WHAT IS EXPECTED: Repeat the listing in full. Nothing may be added or left out.

WORKING DATA:

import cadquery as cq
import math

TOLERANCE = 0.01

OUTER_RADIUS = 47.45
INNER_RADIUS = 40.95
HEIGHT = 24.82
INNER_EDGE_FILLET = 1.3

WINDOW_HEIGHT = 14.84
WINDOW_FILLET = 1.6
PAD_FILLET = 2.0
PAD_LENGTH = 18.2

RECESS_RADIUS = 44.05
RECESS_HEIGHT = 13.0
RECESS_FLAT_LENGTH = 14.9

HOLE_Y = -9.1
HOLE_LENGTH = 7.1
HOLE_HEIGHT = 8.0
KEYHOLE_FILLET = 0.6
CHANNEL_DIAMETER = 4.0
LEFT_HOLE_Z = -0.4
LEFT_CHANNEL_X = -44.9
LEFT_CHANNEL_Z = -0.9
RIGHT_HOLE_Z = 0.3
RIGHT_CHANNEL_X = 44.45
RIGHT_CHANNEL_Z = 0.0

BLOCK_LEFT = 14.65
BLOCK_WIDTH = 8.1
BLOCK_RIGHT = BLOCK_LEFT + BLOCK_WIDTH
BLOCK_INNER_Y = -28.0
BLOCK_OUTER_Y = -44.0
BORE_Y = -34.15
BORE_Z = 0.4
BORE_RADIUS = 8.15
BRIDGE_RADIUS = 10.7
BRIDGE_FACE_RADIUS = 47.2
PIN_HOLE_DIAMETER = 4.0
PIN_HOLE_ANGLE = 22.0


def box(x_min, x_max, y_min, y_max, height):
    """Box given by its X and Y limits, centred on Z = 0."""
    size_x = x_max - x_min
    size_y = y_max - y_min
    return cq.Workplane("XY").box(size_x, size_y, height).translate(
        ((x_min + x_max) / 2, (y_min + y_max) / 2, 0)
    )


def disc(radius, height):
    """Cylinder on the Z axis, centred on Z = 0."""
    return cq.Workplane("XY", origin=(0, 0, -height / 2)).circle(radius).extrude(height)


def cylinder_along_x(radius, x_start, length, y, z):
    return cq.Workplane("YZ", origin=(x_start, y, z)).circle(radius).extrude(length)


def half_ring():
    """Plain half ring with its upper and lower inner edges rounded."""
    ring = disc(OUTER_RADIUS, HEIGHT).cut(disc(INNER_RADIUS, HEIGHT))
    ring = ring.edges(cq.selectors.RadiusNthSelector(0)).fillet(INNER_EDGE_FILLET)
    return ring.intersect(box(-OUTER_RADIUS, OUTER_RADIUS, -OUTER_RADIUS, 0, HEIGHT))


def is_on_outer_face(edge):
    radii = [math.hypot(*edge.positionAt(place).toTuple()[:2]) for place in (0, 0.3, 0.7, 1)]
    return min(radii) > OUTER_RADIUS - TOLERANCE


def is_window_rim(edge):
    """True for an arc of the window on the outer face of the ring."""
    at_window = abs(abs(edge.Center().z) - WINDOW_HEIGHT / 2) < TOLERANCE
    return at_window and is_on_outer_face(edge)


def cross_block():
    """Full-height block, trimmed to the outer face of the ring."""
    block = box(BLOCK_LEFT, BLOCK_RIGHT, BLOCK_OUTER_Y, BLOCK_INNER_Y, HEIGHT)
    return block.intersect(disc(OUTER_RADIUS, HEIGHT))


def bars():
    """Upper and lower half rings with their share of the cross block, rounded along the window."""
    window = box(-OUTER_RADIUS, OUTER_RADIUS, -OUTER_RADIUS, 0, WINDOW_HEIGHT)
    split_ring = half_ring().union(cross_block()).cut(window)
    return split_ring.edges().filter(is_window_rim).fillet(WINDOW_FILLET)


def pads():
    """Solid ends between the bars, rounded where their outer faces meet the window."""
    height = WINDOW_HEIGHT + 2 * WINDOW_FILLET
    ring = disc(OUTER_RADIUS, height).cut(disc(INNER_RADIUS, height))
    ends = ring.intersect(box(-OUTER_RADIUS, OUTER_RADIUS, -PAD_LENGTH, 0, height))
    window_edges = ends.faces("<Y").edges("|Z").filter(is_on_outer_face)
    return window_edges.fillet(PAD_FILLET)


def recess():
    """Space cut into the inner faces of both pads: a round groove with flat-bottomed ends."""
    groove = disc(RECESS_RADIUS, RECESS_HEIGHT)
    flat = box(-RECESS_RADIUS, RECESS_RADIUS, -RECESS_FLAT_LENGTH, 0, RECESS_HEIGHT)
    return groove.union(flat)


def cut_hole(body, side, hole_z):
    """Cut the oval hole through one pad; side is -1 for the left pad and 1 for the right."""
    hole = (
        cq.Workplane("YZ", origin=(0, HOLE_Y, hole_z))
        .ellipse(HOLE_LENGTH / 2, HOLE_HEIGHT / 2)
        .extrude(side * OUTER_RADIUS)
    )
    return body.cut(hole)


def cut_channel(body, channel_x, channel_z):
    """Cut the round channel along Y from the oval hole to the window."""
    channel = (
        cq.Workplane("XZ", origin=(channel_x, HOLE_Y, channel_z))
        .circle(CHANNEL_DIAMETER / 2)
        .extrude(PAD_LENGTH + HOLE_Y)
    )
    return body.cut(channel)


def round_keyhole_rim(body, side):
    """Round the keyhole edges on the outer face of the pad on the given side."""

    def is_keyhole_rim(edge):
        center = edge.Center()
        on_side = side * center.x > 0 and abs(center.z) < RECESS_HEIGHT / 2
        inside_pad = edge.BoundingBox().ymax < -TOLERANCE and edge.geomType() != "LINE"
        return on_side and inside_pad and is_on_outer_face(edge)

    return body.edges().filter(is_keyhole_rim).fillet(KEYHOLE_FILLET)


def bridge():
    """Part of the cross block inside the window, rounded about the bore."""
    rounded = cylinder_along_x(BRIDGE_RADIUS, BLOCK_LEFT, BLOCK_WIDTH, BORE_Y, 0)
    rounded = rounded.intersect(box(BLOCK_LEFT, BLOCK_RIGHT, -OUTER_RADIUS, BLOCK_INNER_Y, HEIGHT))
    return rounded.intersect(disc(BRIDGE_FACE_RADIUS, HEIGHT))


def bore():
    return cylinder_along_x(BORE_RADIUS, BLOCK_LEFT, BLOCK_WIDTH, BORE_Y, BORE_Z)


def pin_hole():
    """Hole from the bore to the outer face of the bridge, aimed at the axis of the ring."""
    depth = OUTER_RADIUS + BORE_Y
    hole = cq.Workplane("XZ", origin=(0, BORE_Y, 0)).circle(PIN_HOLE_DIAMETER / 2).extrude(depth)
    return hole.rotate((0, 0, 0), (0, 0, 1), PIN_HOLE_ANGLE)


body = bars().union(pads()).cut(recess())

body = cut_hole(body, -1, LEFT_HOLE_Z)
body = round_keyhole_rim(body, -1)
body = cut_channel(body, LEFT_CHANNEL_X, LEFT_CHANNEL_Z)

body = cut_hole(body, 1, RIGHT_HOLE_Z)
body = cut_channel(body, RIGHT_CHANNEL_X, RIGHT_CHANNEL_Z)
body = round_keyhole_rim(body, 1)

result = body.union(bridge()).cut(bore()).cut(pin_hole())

SOLUTION:
import cadquery as cq
import math

TOLERANCE = 0.01

OUTER_RADIUS = 47.45
INNER_RADIUS = 40.95
HEIGHT = 24.82
INNER_EDGE_FILLET = 1.3

WINDOW_HEIGHT = 14.84
WINDOW_FILLET = 1.6
PAD_FILLET = 2.0
PAD_LENGTH = 18.2

RECESS_RADIUS = 44.05
RECESS_HEIGHT = 13.0
RECESS_FLAT_LENGTH = 14.9

HOLE_Y = -9.1
HOLE_LENGTH = 7.1
HOLE_HEIGHT = 8.0
KEYHOLE_FILLET = 0.6
CHANNEL_DIAMETER = 4.0
LEFT_HOLE_Z = -0.4
LEFT_CHANNEL_X = -44.9
LEFT_CHANNEL_Z = -0.9
RIGHT_HOLE_Z = 0.3
RIGHT_CHANNEL_X = 44.45
RIGHT_CHANNEL_Z = 0.0

BLOCK_LEFT = 14.65
BLOCK_WIDTH = 8.1
BLOCK_RIGHT = BLOCK_LEFT + BLOCK_WIDTH
BLOCK_INNER_Y = -28.0
BLOCK_OUTER_Y = -44.0
BORE_Y = -34.15
BORE_Z = 0.4
BORE_RADIUS = 8.15
BRIDGE_RADIUS = 10.7
BRIDGE_FACE_RADIUS = 47.2
PIN_HOLE_DIAMETER = 4.0
PIN_HOLE_ANGLE = 22.0


def box(x_min, x_max, y_min, y_max, height):
    """Box given by its X and Y limits, centred on Z = 0."""
    size_x = x_max - x_min
    size_y = y_max - y_min
    return cq.Workplane("XY").box(size_x, size_y, height).translate(
        ((x_min + x_max) / 2, (y_min + y_max) / 2, 0)
    )


def disc(radius, height):
    """Cylinder on the Z axis, centred on Z = 0."""
    return cq.Workplane("XY", origin=(0, 0, -height / 2)).circle(radius).extrude(height)


def cylinder_along_x(radius, x_start, length, y, z):
    return cq.Workplane("YZ", origin=(x_start, y, z)).circle(radius).extrude(length)


def half_ring():
    """Plain half ring with its upper and lower inner edges rounded."""
    ring = disc(OUTER_RADIUS, HEIGHT).cut(disc(INNER_RADIUS, HEIGHT))
    ring = ring.edges(cq.selectors.RadiusNthSelector(0)).fillet(INNER_EDGE_FILLET)
    return ring.intersect(box(-OUTER_RADIUS, OUTER_RADIUS, -OUTER_RADIUS, 0, HEIGHT))


def is_on_outer_face(edge):
    radii = [math.hypot(*edge.positionAt(place).toTuple()[:2]) for place in (0, 0.3, 0.7, 1)]
    return min(radii) > OUTER_RADIUS - TOLERANCE


def is_window_rim(edge):
    """True for an arc of the window on the outer face of the ring."""
    at_window = abs(abs(edge.Center().z) - WINDOW_HEIGHT / 2) < TOLERANCE
    return at_window and is_on_outer_face(edge)


def cross_block():
    """Full-height block, trimmed to the outer face of the ring."""
    block = box(BLOCK_LEFT, BLOCK_RIGHT, BLOCK_OUTER_Y, BLOCK_INNER_Y, HEIGHT)
    return block.intersect(disc(OUTER_RADIUS, HEIGHT))


def bars():
    """Upper and lower half rings with their share of the cross block, rounded along the window."""
    window = box(-OUTER_RADIUS, OUTER_RADIUS, -OUTER_RADIUS, 0, WINDOW_HEIGHT)
    split_ring = half_ring().union(cross_block()).cut(window)
    return split_ring.edges().filter(is_window_rim).fillet(WINDOW_FILLET)


def pads():
    """Solid ends between the bars, rounded where their outer faces meet the window."""
    height = WINDOW_HEIGHT + 2 * WINDOW_FILLET
    ring = disc(OUTER_RADIUS, height).cut(disc(INNER_RADIUS, height))
    ends = ring.intersect(box(-OUTER_RADIUS, OUTER_RADIUS, -PAD_LENGTH, 0, height))
    window_edges = ends.faces("<Y").edges("|Z").filter(is_on_outer_face)
    return window_edges.fillet(PAD_FILLET)


def recess():
    """Space cut into the inner faces of both pads: a round groove with flat-bottomed ends."""
    groove = disc(RECESS_RADIUS, RECESS_HEIGHT)
    flat = box(-RECESS_RADIUS, RECESS_RADIUS, -RECESS_FLAT_LENGTH, 0, RECESS_HEIGHT)
    return groove.union(flat)


def cut_hole(body, side, hole_z):
    """Cut the oval hole through one pad; side is -1 for the left pad and 1 for the right."""
    hole = (
        cq.Workplane("YZ", origin=(0, HOLE_Y, hole_z))
        .ellipse(HOLE_LENGTH / 2, HOLE_HEIGHT / 2)
        .extrude(side * OUTER_RADIUS)
    )
    return body.cut(hole)


def cut_channel(body, channel_x, channel_z):
    """Cut the round channel along Y from the oval hole to the window."""
    channel = (
        cq.Workplane("XZ", origin=(channel_x, HOLE_Y, channel_z))
        .circle(CHANNEL_DIAMETER / 2)
        .extrude(PAD_LENGTH + HOLE_Y)
    )
    return body.cut(channel)


def round_keyhole_rim(body, side):
    """Round the keyhole edges on the outer face of the pad on the given side."""

    def is_keyhole_rim(edge):
        center = edge.Center()
        on_side = side * center.x > 0 and abs(center.z) < RECESS_HEIGHT / 2
        inside_pad = edge.BoundingBox().ymax < -TOLERANCE and edge.geomType() != "LINE"
        return on_side and inside_pad and is_on_outer_face(edge)

    return body.edges().filter(is_keyhole_rim).fillet(KEYHOLE_FILLET)


def bridge():
    """Part of the cross block inside the window, rounded about the bore."""
    rounded = cylinder_along_x(BRIDGE_RADIUS, BLOCK_LEFT, BLOCK_WIDTH, BORE_Y, 0)
    rounded = rounded.intersect(box(BLOCK_LEFT, BLOCK_RIGHT, -OUTER_RADIUS, BLOCK_INNER_Y, HEIGHT))
    return rounded.intersect(disc(BRIDGE_FACE_RADIUS, HEIGHT))


def bore():
    return cylinder_along_x(BORE_RADIUS, BLOCK_LEFT, BLOCK_WIDTH, BORE_Y, BORE_Z)


def pin_hole():
    """Hole from the bore to the outer face of the bridge, aimed at the axis of the ring."""
    depth = OUTER_RADIUS + BORE_Y
    hole = cq.Workplane("XZ", origin=(0, BORE_Y, 0)).circle(PIN_HOLE_DIAMETER / 2).extrude(depth)
    return hole.rotate((0, 0, 0), (0, 0, 1), PIN_HOLE_ANGLE)


body = bars().union(pads()).cut(recess())

body = cut_hole(body, -1, LEFT_HOLE_Z)
body = round_keyhole_rim(body, -1)
body = cut_channel(body, LEFT_CHANNEL_X, LEFT_CHANNEL_Z)

body = cut_hole(body, 1, RIGHT_HOLE_Z)
body = cut_channel(body, RIGHT_CHANNEL_X, RIGHT_CHANNEL_Z)
body = round_keyhole_rim(body, 1)

result = body.union(bridge()).cut(bore()).cut(pin_hole())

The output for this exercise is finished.